Medical and Life Science Faculty, Institute of Precision Medicine, Furtwangen University, Jakob-Kienzle-Street 17, D-78054 Villigen-Schwenningen, Germany.
Molecules. 2020 Nov 20;25(22):5443. doi: 10.3390/molecules25225443.

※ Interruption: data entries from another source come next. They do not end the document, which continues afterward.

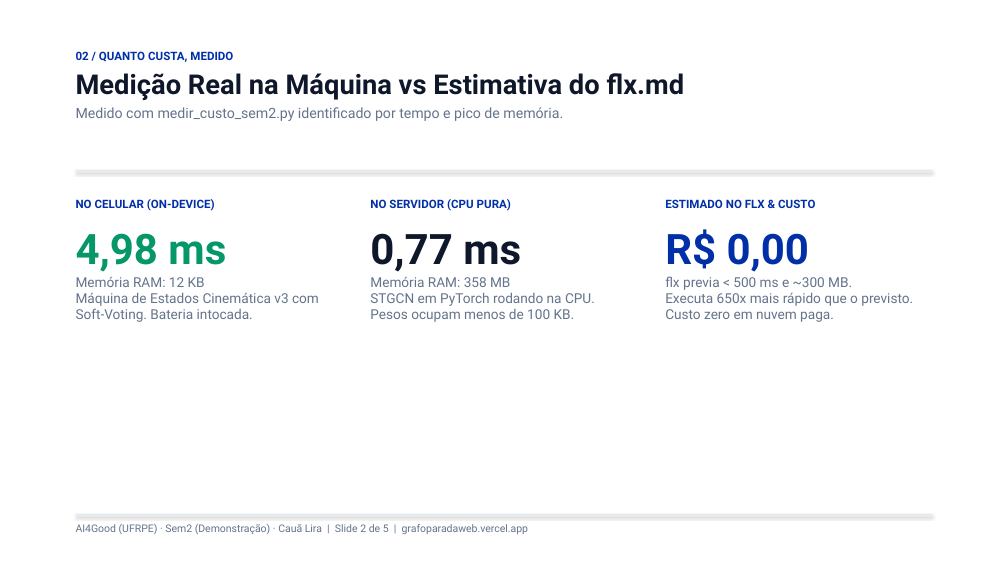
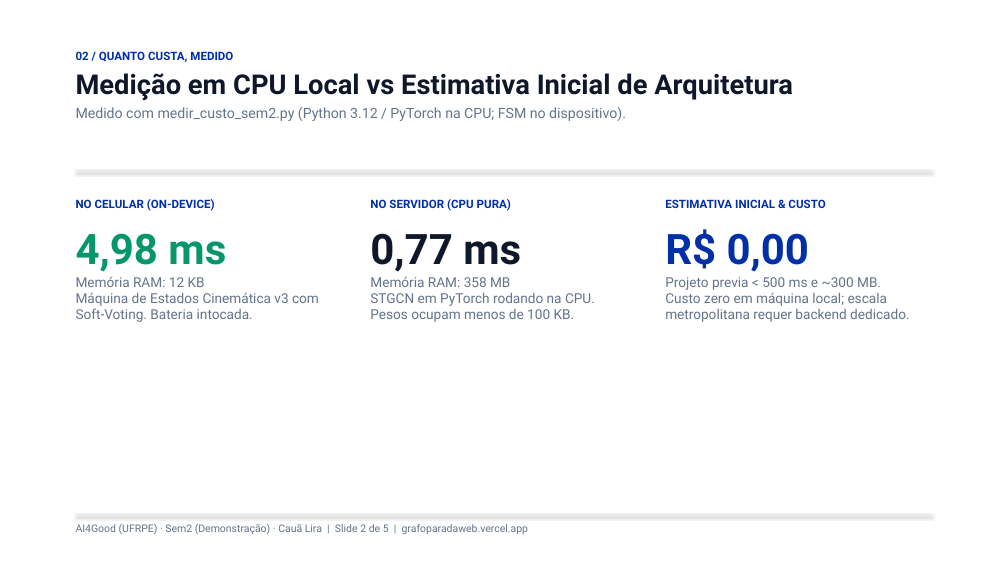
Before and after one commit to lira-labs/workspace, a slide deck: slide 2 of code/grafoparada_web/GrafoParada_Seminario2_CauaLira.pptx. Drawn at 1008x567 pixels with LibreOffice and Linux fonts; fonts in the diff are those of the drawing. Boxes give left, top, right and bottom in pixels: in the first picture for what was removed or moved away, otherwise in the second. Text is boxed around its words. In the diff, an @@ line names an element or a change of style, - is before the commit and + after.

```diff
--- a/code/grafoparada_web/GrafoParada_Seminario2_CauaLira.pptx
+++ b/code/grafoparada_web/GrafoParada_Seminario2_CauaLira.pptx
@@ text at [76, 73, 793, 121]: text changed @@
-Medição Real na Máquina vs Estimativa do flx.md
-Medido com medir_custo_sem2.py identificado por tempo e pico de memória.
+Medição em CPU Local vs Estimativa Inicial de Arquitetura
+Medido com medir_custo_sem2.py (Python 3.12 / PyTorch na CPU; FSM no dispositivo).
@@ text at [665, 199, 825, 208]: text changed @@
-ESTIMADO NO FLX & CUSTO
+ESTIMATIVA INICIAL & CUSTO
@@ text at [665, 277, 909, 322]: text changed @@
-flx previa < 500 ms e ~300 MB.
-Executa 650x mais rápido que o previsto. Custo zero em nuvem paga.
+Projeto previa < 500 ms e ~300 MB.
+Custo zero em máquina local; escala metropolitana requer backend dedicado.
```
Also in this commit, not shown: 2 other slides changed, 12 other files.

The combination of the "correct" triterpenoid, the "correct" spacer and rhodamine B () seems to be decisive for the ability of the conjugate to accumulate in mitochondria. So far, several triterpenoid rhodamine B conjugates have been prepared and screened for their cytotoxic activity. To obtain cytotoxic compounds with EC values in a low nano-molar range combined with good tumor/non-tumor selectivity, the Rho B unit has to be attached via an amine spacer to the terpenoid skeleton. To avoid spirolactamization, secondary amines have to be used. First results indicate that a homopiperazinyl spacer is superior to a piperazinyl spacer. Hybrids derived from maslinic acid or tormentic acid are superior to those from oleanolic, ursolic, glycyrrhetinic or euscaphic acid. Thus, a tormentic acid-derived conjugate , holding a homopiperazinyl spacer can be regarded, at present, as the most promising candidate for further biological studies.
“正确”的三萜、“正确”的间隔基与若丹明 B(rhodamine B)的结合似乎对缀合物在线粒体中积累的能力起着决定性作用。迄今为止,已经制备并筛选了几种三萜若丹明 B 缀合物以研究其细胞毒性。为了获得 EC 值在低纳摩尔范围内的具有细胞毒性的化合物,同时保持良好的肿瘤/非肿瘤选择性,Rho B 单元必须通过胺间隔基连接到萜烯骨架上。为了避免螺内酰胺化,必须使用仲胺。初步结果表明,同哌嗪基间隔基优于哌嗪基间隔基。来源于齐墩果酸或熊果酸的杂种优于来源于乌苏酸、熊果酸、甘草次酸或羽扇豆酸的杂种。因此,目前认为来源于熊果酸的具有同哌嗪基间隔基的缀合物是进一步进行生物学研究的最有前途的候选物。